I found a supplier for Converse style canvas sneakers and I would like to have my designs on them. I think that it will be very hard to screenprint them with a traditional screen, frame, etc as the shoes dont have an even shape. I also thought on doing plastisol transfers, but, it would be hard to iron the design on them for the same reason. 
How can I do this? Have anybody done it? Any suggestions?
I might try to make plastisol transfers and then Iron them with a household iron instead of a heat press.


----------



## Solmu (Aug 15, 2005)

My best guess would be plastisol transfers and either a label or a cap heat press.
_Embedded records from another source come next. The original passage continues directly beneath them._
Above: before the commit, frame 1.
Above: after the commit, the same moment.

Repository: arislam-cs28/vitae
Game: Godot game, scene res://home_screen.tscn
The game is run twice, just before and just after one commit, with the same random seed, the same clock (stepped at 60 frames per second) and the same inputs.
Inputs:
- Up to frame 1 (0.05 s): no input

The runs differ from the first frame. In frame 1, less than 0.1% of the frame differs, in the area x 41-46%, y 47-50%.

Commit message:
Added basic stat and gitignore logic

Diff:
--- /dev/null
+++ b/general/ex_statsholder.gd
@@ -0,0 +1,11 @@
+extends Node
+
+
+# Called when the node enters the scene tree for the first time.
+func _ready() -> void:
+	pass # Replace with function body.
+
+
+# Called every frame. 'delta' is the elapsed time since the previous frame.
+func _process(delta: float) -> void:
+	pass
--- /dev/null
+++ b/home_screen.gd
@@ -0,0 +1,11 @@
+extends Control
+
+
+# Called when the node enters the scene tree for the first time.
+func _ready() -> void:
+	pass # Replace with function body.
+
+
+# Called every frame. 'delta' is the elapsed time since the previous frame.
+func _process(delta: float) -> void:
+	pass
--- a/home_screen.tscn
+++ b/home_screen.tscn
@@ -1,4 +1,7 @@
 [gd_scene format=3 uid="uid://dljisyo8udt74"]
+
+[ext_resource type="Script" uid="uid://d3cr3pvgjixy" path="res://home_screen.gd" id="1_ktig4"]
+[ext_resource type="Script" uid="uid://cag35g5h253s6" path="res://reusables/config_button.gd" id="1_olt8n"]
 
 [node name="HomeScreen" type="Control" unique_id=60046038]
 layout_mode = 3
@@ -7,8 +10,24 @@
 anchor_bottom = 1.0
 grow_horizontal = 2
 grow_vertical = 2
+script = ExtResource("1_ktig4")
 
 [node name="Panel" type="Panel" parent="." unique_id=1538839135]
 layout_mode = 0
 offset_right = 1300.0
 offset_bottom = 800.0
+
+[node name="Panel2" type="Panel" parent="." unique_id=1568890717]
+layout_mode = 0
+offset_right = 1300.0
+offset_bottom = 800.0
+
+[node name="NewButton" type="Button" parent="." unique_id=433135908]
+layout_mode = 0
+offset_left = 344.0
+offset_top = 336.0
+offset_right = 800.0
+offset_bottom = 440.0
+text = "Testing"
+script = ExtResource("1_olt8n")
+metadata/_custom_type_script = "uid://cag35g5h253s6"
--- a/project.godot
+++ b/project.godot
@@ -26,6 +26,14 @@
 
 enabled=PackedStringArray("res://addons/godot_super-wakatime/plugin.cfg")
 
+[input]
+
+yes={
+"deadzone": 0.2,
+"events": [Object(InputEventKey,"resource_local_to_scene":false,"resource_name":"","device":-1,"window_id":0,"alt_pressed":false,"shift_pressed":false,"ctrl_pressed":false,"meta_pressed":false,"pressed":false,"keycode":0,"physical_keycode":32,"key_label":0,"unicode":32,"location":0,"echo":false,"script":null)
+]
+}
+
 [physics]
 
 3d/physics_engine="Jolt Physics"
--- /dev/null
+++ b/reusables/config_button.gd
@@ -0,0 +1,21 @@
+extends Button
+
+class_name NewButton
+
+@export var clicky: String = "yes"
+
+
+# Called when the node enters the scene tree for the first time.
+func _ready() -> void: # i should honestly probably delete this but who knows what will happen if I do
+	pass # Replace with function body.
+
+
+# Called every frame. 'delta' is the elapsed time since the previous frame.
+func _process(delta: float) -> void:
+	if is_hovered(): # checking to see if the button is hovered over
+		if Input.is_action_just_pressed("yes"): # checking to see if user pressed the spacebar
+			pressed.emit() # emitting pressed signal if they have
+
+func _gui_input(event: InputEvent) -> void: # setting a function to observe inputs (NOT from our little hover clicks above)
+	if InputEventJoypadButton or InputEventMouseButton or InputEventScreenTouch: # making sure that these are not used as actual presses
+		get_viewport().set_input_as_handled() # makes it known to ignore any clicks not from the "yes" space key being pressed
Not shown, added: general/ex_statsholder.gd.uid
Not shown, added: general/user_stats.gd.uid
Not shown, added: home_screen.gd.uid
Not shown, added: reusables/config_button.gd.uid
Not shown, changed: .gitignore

That won't give you allover coverage though.

The shoes are printed in advance, so it's hard to do it aftermarket. I think custom sneaker freaks handpaint don't they?


----------



## Titere (Sep 14, 2006)

Solmu said:


> The shoes are printed in advance, so it's hard to do it aftermarket. I think custom sneaker freaks handpaint don't they?


Yes they are usually handpainted, but I am not too talented at hand drawing, so i rather use images done on computer then transfer them to the sneakers. I guess plastisol transfers are the best bet.

Any more ideas?


----------



## Rodney (Nov 3, 2004)

Spreadshirt is offering customized shoes just like this (except not camo pattern).
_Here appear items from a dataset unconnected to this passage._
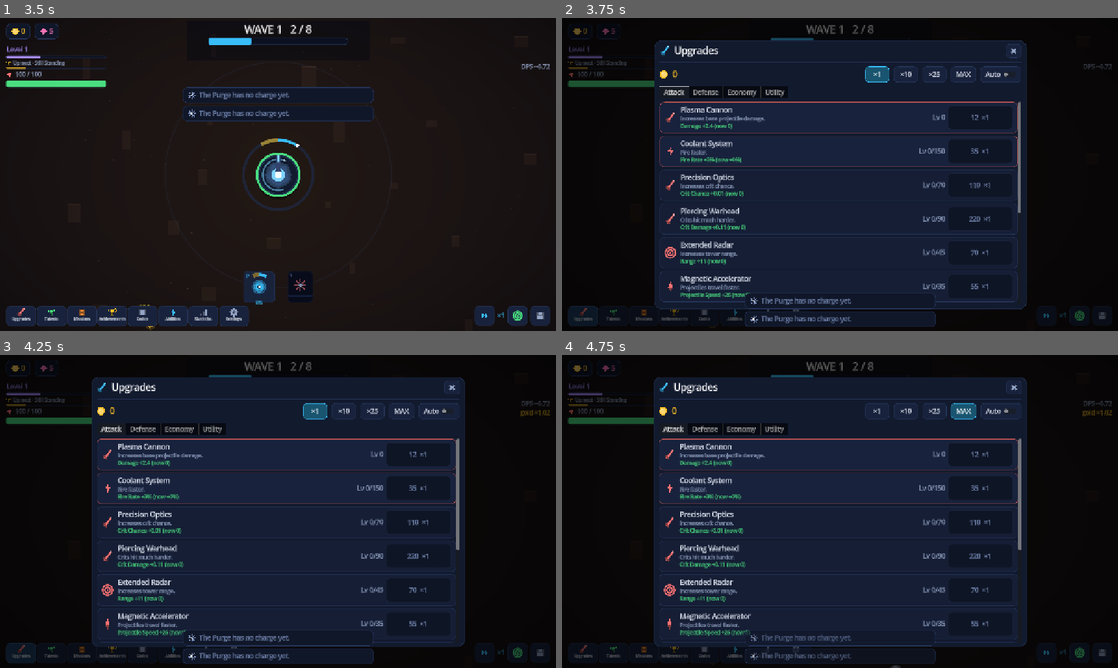
Above: before the commit, frames 1-4 (two rows, left to right).
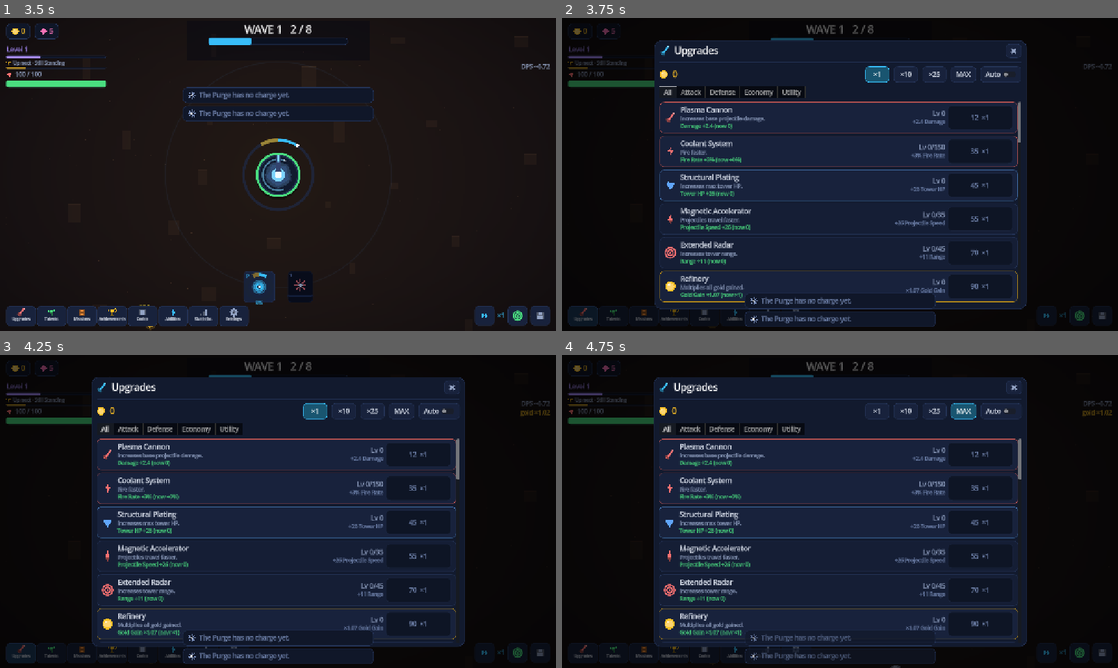
Above: after the commit, the same moments.

Repository: joabcostamd/joabcostamd
Game: Godot game, scene res://scenes/main.tscn
The game is run twice, just before and just after one commit, with the same random seed, the same clock (stepped at 60 frames per second) and the same inputs.
Inputs (mouse positions are in pixels of both pictures, inside the frame that each line leads up to):
- Up to frame 1 (3.5 s): click (539, 315) at 0.5 s; click "START" at 1.25 s; click (261, 287) at 2 s; click "1" at 2.75 s
- Up to frame 2 (3.75 s): click (584, 315) at 3.52 s
- Up to frame 3 (4.25 s): no input
- Up to frame 4 (4.75 s): click "MAX" at 4.25 s

Frame 1 is identical in both runs. In frame 2, 3.4% of the frame differs, in the area x 17-83%, y 21-91%; in frame 3, 3.4%; in frame 4, 3.4%.

Commit message:
feat: o painel de Melhorias para de esconder o que da para comprar
Quatro defeitos do painel mais aberto do jogo, todos no mesmo lugar.

Nao havia aba "Tudo". Para descobrir o que cabia no bolso era preciso passar por
sete abas, uma de cada vez — e como o ouro sobe o tempo todo, a resposta mudava
enquanto se procurava. Agora "Tudo" e a primeira aba e sai ordenada pelo custo
do proximo nivel: o que da para comprar fica em cima. A ordem e calculada na
montagem e nao se mexe com o painel aberto, porque linha que pula de lugar
sozinha enquanto o dedo desce a lista e pior do que uma ordem um pouco velha.

O painel esquecia a aba a cada abertura. Quem estava comprando Defesa reabria em
Ataque e procurava de novo, toda vez. Agora a escolha sobrevive — guardando o ID
da categoria, nao o indice, porque a lista de abas cresce com os desbloqueios.

Os lotes ×10 e ×25 TRAVAVAM em vez de degradar: com ouro para tres niveis o
botao ficava desligado e so voltando em ×1 dava para comprar. O modo de compra
em lote punia quem o escolhia. Agora o lote e um TETO — compra o que couber, ate
ele — e nunca cai abaixo de um.

E o botao dizia o preco e nunca o ganho. Comprar as cegas e o contrario de um
jogo de decisao: ao lado do custo agora fica o que aquele lote entrega, com o
numero exato ("+26 Vida da Torre", "×1,07 Ganho de Ouro").

A conta do lote virou funcao estatica (`quantidade_do_lote`) para o portao
perguntar direto: 20 assercoes novas, 493 no total.

Co-Authored-By: Claude Opus 5 <noreply@anthropic.com>
Claude-Session: https://claude.ai/code/session_01KjywRohvpoYfEskZwwMkww

Diff:
--- a/torre-eterna/data/i18n/panel_upgrades.json
+++ b/torre-eterna/data/i18n/panel_upgrades.json
@@ -1,46 +1,62 @@
 {
-  "upg_auto": {
-    "pt": "Auto",
-    "en": "Auto"
-  },
-  "upg_auto_dica": {
-    "pt": "Compra automática (desbloqueada na árvore de Fragmentos)",
-    "en": "Auto-buy (unlocked in the Shard tree)"
-  },
-  "upg_auto_bloqueado": {
-    "pt": "Compre 'Servo Automático' na árvore de Fragmentos",
-    "en": "Buy 'Auto Servitor' in the Shard tree"
-  },
-  "upg_max_curto": {
-    "pt": "MÁX",
-    "en": "MAX"
-  },
-  "upg_nv": {
-    "pt": "Nv {n}",
-    "en": "Lv {n}"
-  },
-  "upg_desbloqueia_onda": {
-    "pt": "Desbloqueia na onda {n}",
-    "en": "Unlocks at wave {n}"
-  },
-  "upg_desbloqueia_upg": {
-    "pt": "Desbloqueia com {u}",
-    "en": "Unlocks with {u}"
-  },
-  "upg_efeito_flat": {
-    "pt": "{s} +{v} (agora {t})",
-    "en": "{s} +{v} (now {t})"
-  },
-  "upg_efeito_pct": {
-    "pt": "{s} +{v} (agora +{t})",
-    "en": "{s} +{v} (now +{t})"
-  },
-  "upg_efeito_mult": {
-    "pt": "{s} ×{v} (agora ×{t})",
-    "en": "{s} ×{v} (now ×{t})"
-  },
-  "upg_desbloqueia_upg_nv": {
-    "pt": "Desbloqueia com {u} no nível {n}",
-    "en": "Unlocks with {u} at level {n}"
-  }
+ "upg_auto": {
+  "pt": "Auto",
+  "en": "Auto"
+ },
+ "upg_auto_dica": {
+  "pt": "Compra automática (desbloqueada na árvore de Fragmentos)",
+  "en": "Auto-buy (unlocked in the Shard tree)"
+ },
+ "upg_auto_bloqueado": {
+  "pt": "Compre 'Servo Automático' na árvore de Fragmentos",
+  "en": "Buy 'Auto Servitor' in the Shard tree"
+ },
+ "upg_max_curto": {
+  "pt": "MÁX",
+  "en": "MAX"
+ },
+ "upg_nv": {
+  "pt": "Nv {n}",
+  "en": "Lv {n}"
+ },
+ "upg_desbloqueia_onda": {
+  "pt": "Desbloqueia na onda {n}",
+  "en": "Unlocks at wave {n}"
+ },
+ "upg_desbloqueia_upg": {
+  "pt": "Desbloqueia com {u}",
+  "en": "Unlocks with {u}"
+ },
+ "upg_efeito_flat": {
+  "pt": "{s} +{v} (agora {t})",
+  "en": "{s} +{v} (now {t})"
+ },
+ "upg_efeito_pct": {
+  "pt": "{s} +{v} (agora +{t})",
+  "en": "{s} +{v} (now +{t})"
+ },
+ "upg_efeito_mult": {
+  "pt": "{s} ×{v} (agora ×{t})",
+  "en": "{s} ×{v} (now ×{t})"
+ },
+ "upg_desbloqueia_upg_nv": {
+  "pt": "Desbloqueia com {u} no nível {n}",
+  "en": "Unlocks with {u} at level {n}"
+ },
+ "upg_aba_tudo": {
+  "pt": "Tudo",
+  "en": "All"
+ },
+ "upg_ganho_flat": {
+  "pt": "+{v} {s}",
+  "en": "+{v} {s}"
+ },
+ "upg_ganho_pct": {
+  "pt": "+{v} {s}",
+  "en": "+{v} {s}"
+ },
+ "upg_ganho_mult": {
+  "pt": "×{v} {s}",
+  "en": "×{v} {s}"
+ }
 }
--- a/torre-eterna/scripts/ui/panel_upgrades.gd
+++ b/torre-eterna/scripts/ui/panel_upgrades.gd
@@ -8,6 +8,13 @@
 var rolagem: ScrollContainer
 var lote := 1                  # 1 · 10 · 25 · -1 (máx)
 var cat_atual := 0
+## A aba escolhida sobrevive ao fechar do painel. `montar()` roda inteiro a cada
+## abertura, entao o painel voltava sempre para a primeira categoria: quem estava
+## comprando Defesa reabria em Ataque e tinha que procurar de novo, toda vez.
+## Guardamos o ID, nao o indice: a lista de categorias cresce com os desbloqueios
+## e um indice guardado apontaria para outra aba depois.
+static var ultima_aba_id := ""
+const ABA_TUDO := "__tudo"
 var linhas := {}
 var lbl_ouro: Label
 var botoes_lote := []
@@ -55,14 +62,27 @@
 	abas = TabBar.new()
 	abas.clip_tabs = false
 	cats = []
+	# A ABA "TUDO" VEM PRIMEIRO. Sem ela, descobrir o que da para comprar agora
+	# custava passar por sete abas, uma de cada vez, sempre que o ouro subia — e
+	# o ouro sobe o tempo todo. Aqui a lista sai ordenada pelo custo do proximo
+	# nivel, entao o que cabe no bolso fica em cima.
+	cats.append({"id": ABA_TUDO, "nome": Txt.t("upg_aba_tudo"), "nomeEn": Txt.t("upg_aba_tudo")})
+	abas.add_tab(Txt.t("upg_aba_tudo"))
 	for cat in Dados.categorias_upgrade:
 		var req = cat.get("requer", null)
 		if req is Dictionary and int(jogo.s["onda_maxima_global"]) < int(req.get("onda", 0)):
 			continue
 		cats.append(cat)
 		abas.add_tab(txt(cat, "nome"))
+	cat_atual = 0
+	for i in cats.size():
+		if str(cats[i].get("id", "")) == ultima_aba_id:
+			cat_atual = i
+			break
+	abas.current_tab = cat_atual
 	abas.tab_changed.connect(func(i):
 		cat_atual = i
+		ultima_aba_id = str(cats[clampi(i, 0, cats.size() - 1)].get("id", ""))
 		_reconstruir())
 	c.add_child(abas)
 
@@ -86,13 +106,34 @@
 	if cats.is_empty():
 		return
 	var cat_id := str(cats[clampi(cat_atual, 0, cats.size() - 1)].get("id", ""))
+	var pedido: Array = []
 	for def in Dados.upgrades:
-		if str(def.get("cat", "")) != cat_id:
-			continue
+		if cat_id != ABA_TUDO and str(def.get("cat", "")) != cat_id:
+			continue
+		pedido.append(def)
+	if cat_id == ABA_TUDO:
+		# Ordena pelo custo do PROXIMO nivel, do mais barato para o mais caro. A
+		# ordem e calculada na montagem e nao se mexe enquanto o painel esta
+		# aberto: linha que pula de lugar sozinha enquanto o dedo desce a lista e
+		# pior do que uma ordem um pouco velha.
+		pedido.sort_custom(func(a, b): return _peso_na_lista(a) < _peso_na_lista(b))
+	for def in pedido:
 		if not jogo.upgrade_disponivel(def):
 			_linha_bloqueada(def)
 			continue
 		_linha_upgrade(def)
+
+## Chave de ordenacao da aba "Tudo": no maximo e bloqueado afundam, o resto sobe
+## pelo custo. O custo e log10, entao somar 1e6 joga para o fim sem risco.
+func _peso_na_lista(def: Dictionary) -> float:
+	var id := str(def.get("id", ""))
+	if not jogo.upgrade_disponivel(def):
+		return 2.0e6
+	var nivel := int(jogo.s["upgrades"].get(id, 0))
+	var maxn: int = jogo.teto_upgrade(def)
+	if maxn >= 0 and nivel >= maxn:
+		return 1.0e6
+	return jogo.custo_upgrade(def, nivel)
 
 func _linha_bloqueada(def: Dictionary) -> void:
 	var l := linha("cadeado", UI.TEXTO3)
@@ -131,8 +172,18 @@
 	var efeito := UI.rotulo("", 12, UI.VERDE)
 	l["textos"].add_child(efeito)
 
+	var col := UI.vbox(1)
+	col.alignment = BoxContainer.ALIGNMENT_CENTER
 	var nivel := UI.rotulo("", 15, UI.TEXTO2)
-	l["direita"].add_child(nivel)
+	nivel.horizontal_alignment = HORIZONTAL_ALIGNMENT_RIGHT
+	col.add_child(nivel)
+	# O BOTAO DIZIA O PRECO E NUNCA O QUE VOCE LEVA. Comprar as cegas e o
+	# contrario de um jogo de decisao: aqui fica, ao lado do custo, o ganho
+	# exato do lote selecionado.
+	var ganho := UI.rotulo("", 12, UI.VERDE)
+	ganho.horizontal_alignment = HORIZONTAL_ALIGNMENT_RIGHT
+	col.add_child(ganho)
+	l["direita"].add_child(col)
 	var b := UI.botao("", func(): _comprar(id))
 	b.custom_minimum_size = Vector2(150, 46)
 	l["direita"].add_child(b)
@@ -141,7 +192,8 @@
 		l["caixa"].add_theme_stylebox_override("panel", UI.caixa(UI.PAINEL2, 10, 1, cor.darkened(0.3)))
 
 	lista.add_child(l["caixa"])
-	linhas[id] = {"def": def, "botao": b, "nivel": nivel, "efeito": efeito, "caixa": l["caixa"]}
+	linhas[id] = {"def": def, "botao": b, "nivel": nivel, "efeito": efeito, "ganho": ganho,
+		"caixa": l["caixa"]}
 
 func _icone_de(def: Dictionary) -> String:
 	match str(def.get("id", "")):
@@ -193,16 +245,48 @@
 			b.text = Txt.t("maximo")
 			b.disabled = true
 			continue
-		var n: int = 1
-		if lote < 0:
-			n = maxi(1, int(jogo.max_upgrade(def, nivel)))
-		else:
-			n = lote if maxn < 0 else mini(lote, maxn - nivel)
+		# O LOTE DEGRADA, NAO TRAVA. Com "×25" escolhido e ouro para tres, o
+		# botao ficava desligado e o jogador tinha que voltar em "×1" para
+		# comprar — o modo de compra em lote punia quem o escolhia. Agora o lote
+		# e um TETO: compra o que couber, ate ele.
+		var cabe: int = maxi(1, int(jogo.max_upgrade(def, nivel)))
+		var n := quantidade_do_lote(lote, nivel, maxn, cabe)
 		var custo := Big.geo_sum(float(def.get("base", 1)), float(def.get("cresc", 1.1)), nivel, n)
 		var pode := Big.gte(jogo.s["moedas"]["ouro"], custo)
 		b.disabled = not pode
 		b.text = "%s  ×%d" % [Fmt.big(custo), n]
 		b.add_theme_color_override("font_color", UI.TEXTO if pode else UI.TEXTO3)
+		r["ganho"].text = _texto_ganho(def, nivel, n)
+		r["ganho"].add_theme_color_override("font_color", UI.VERDE if pode else UI.TEXTO3)
+
+## Quantos niveis este clique compra. Estatica para o portao poder perguntar
+## direto, sem montar painel: e ela que garante que o lote DEGRADA em vez de
+## travar.
+static func quantidade_do_lote(lote_v: int, nivel: int, maxn: int, cabe: int) -> int:
+	if lote_v < 0:
+		return maxi(1, cabe)
+	var n := lote_v if maxn < 0 else mini(lote_v, maxn - nivel)
+	return maxi(1, mini(n, cabe))
+
+## O que ESTA compra entrega — o delta de `n` niveis a partir do nivel atual.
+func _texto_ganho(def: Dictionary, nivel: int, n: int) -> String:
+	var partes: Array = []
+	for item in def.get("efeito", []):
+		var ef: Dictionary = item
+		if not ef.has("stat"):
+			continue
+		var sd: Dictionary = Dados.stat_defs.get(str(ef["stat"]), {})
+		var nome := txt(sd, "nome")
+		var v := float(ef.get("valor", 0.0))
+		match str(ef.get("tipo", "flat")):
+			"flat":
+				partes.append(Txt.f("upg_ganho_flat", {"v": Fmt.num(v * float(n), 2), "s": nome}))
+			"pct":
+				partes.append(Txt.f("upg_ganho_pct", {"v": Fmt.pct(v * float(n)), "s": nome}))
+			"mult":
+				partes.append(Txt.f("upg_ganho_mult", {
+					"v": Fmt.big(Big.pow_n(Big.from(v), float(n))), "s": nome}))
+	return "  ·  ".join(partes)
 
 func _texto_efeito(def: Dictionary, nivel: int) -> String:
 	var partes: Array = []
--- a/torre-eterna/tools/suites/testes.gd
+++ b/torre-eterna/tools/suites/testes.gd
@@ -44,6 +44,7 @@
 	t_nada_mudo()
 	t_elites()
 	t_mira()
+	t_painel_melhorias()
 	t_rodape()
 	t_teto()
 	t_defesa()
@@ -88,7 +89,7 @@
 		"Mods": 19, "Numeros de dano": 2, "Offline": 6,
 		"Ondas": 12, "Pista de ouro": 3, "Prestígio": 25,
 		"Progresso": 14, "Saque": 8, "Save": 41,
-		"Rodape": 26, "Sistemas": 6, "StatEngine": 5, "Teto": 25, "Áudio": 16,
+		"Painel de melhorias": 20, "Rodape": 26, "Sistemas": 6, "StatEngine": 5, "Teto": 25, "Áudio": 16,
 	}
 	for nome_g in minimo_por_grupo:
 		var rodou := int(por_grupo.get(nome_g, 0))
@@ -1267,6 +1268,39 @@
 	perto_e.intangivel = 0.0
 	arena.limpar_inimigos()
 
+## --------------------------------------------------------- painel de melhorias
+func t_painel_melhorias() -> void:
+	g("Painel de melhorias")
+	var P := load("res://scripts/ui/panel_upgrades.gd") as GDScript
+	ok("panel_upgrades.gd carrega", P != null)
+	if P == null:
+		return
+	# O LOTE DEGRADA, NAO TRAVA. Com "x25" escolhido e ouro para tres, o botao
+	# ficava desligado e so voltando para "x1" dava para comprar: o modo de
+	# compra em lote punia quem o escolhia.
+	ok("x25 com ouro para 3 compra 3", P.quantidade_do_lote(25, 0, -1, 3) == 3)
+	ok("x25 com ouro para 40 compra 25", P.quantidade_do_lote(25, 0, -1, 40) == 25)
+	ok("x10 respeita o teto da melhoria", P.quantidade_do_lote(10, 95, 100, 999) == 5)
+	ok("x10 respeita o bolso E o teto", P.quantidade_do_lote(10, 95, 100, 2) == 2)
+	ok("o lote nunca cai para zero", P.quantidade_do_lote(25, 0, -1, 0) == 1)
+	ok("MAX compra o que couber", P.quantidade_do_lote(-1, 0, -1, 137) == 137)
+	ok("MAX sem ouro ainda oferece 1", P.quantidade_do_lote(-1, 0, -1, 0) == 1)
+	ok("melhoria sem teto nao limita o lote", P.quantidade_do_lote(10, 500, -1, 999) == 10)
+
+	var txt_p := _ler("res://scripts/ui/panel_upgrades.gd")
+	# A aba "Tudo" e a memoria da aba: sem as duas, achar o que da para comprar
+	# custava sete cliques, e o painel voltava para a primeira categoria toda vez.
+	ok("existe a aba Tudo", txt_p.contains("ABA_TUDO"))
+	ok("a aba Tudo entra antes das categorias", txt_p.contains("abas.add_tab(Txt.t(\"upg_aba_tudo\"))"))
+	ok("a aba escolhida sobrevive ao fechar", txt_p.contains("static var ultima_aba_id"))
+	ok("...e e restaurada ao montar", txt_p.contains("abas.current_tab = cat_atual"))
+	ok("a aba Tudo ordena pelo custo", txt_p.contains("_peso_na_lista"))
+	# O botao dizia o preco e nunca o ganho.
+	ok("a linha tem rotulo de ganho", txt_p.contains("_texto_ganho("))
+	ok("o ganho e atualizado a cada ciclo", txt_p.contains('r["ganho"].text = _texto_ganho('))
+	for chave in ["upg_aba_tudo", "upg_ganho_flat", "upg_ganho_pct", "upg_ganho_mult"]:
+		ok("a chave %s existe nos dois idiomas" % chave, Txt.t(str(chave)) != str(chave))
+
 ## ------------------------------------------------------------ rodape do HUD
 func t_rodape() -> void:
 	g("Rodape")
Not shown, changed: torre-eterna/AGENTS.md
Not shown, changed: torre-eterna/README.md
Not shown, changed: torre-eterna/docs/QUALIDADE.md

They are using vinyl and flock to decorate the sides. Probably with a small cap press or 6 x 6 press (imprintables.com has a small press like that...good for labels too).


----------



## ShirtHappens (Jun 26, 2006)

you could even use fabric paint ive done it for my little niece had some converse which I customized for her ill see if i can find them to take some pictures as this was months ago. But you can use fabric paints such as tulip or polymark are the only fabric paints ive used and are great and you can heat set them with an iron after done painting (i didnt do that since the shoes were very small). Ive also done some painting on leather shoes so if you guys want to know how to do that jus pm me or let me know somehow. Its not as easy as just painting on top of the leather alittle more to it.


----------



## Titere (Sep 14, 2006)

Thanx Rodney, I will go and check that out!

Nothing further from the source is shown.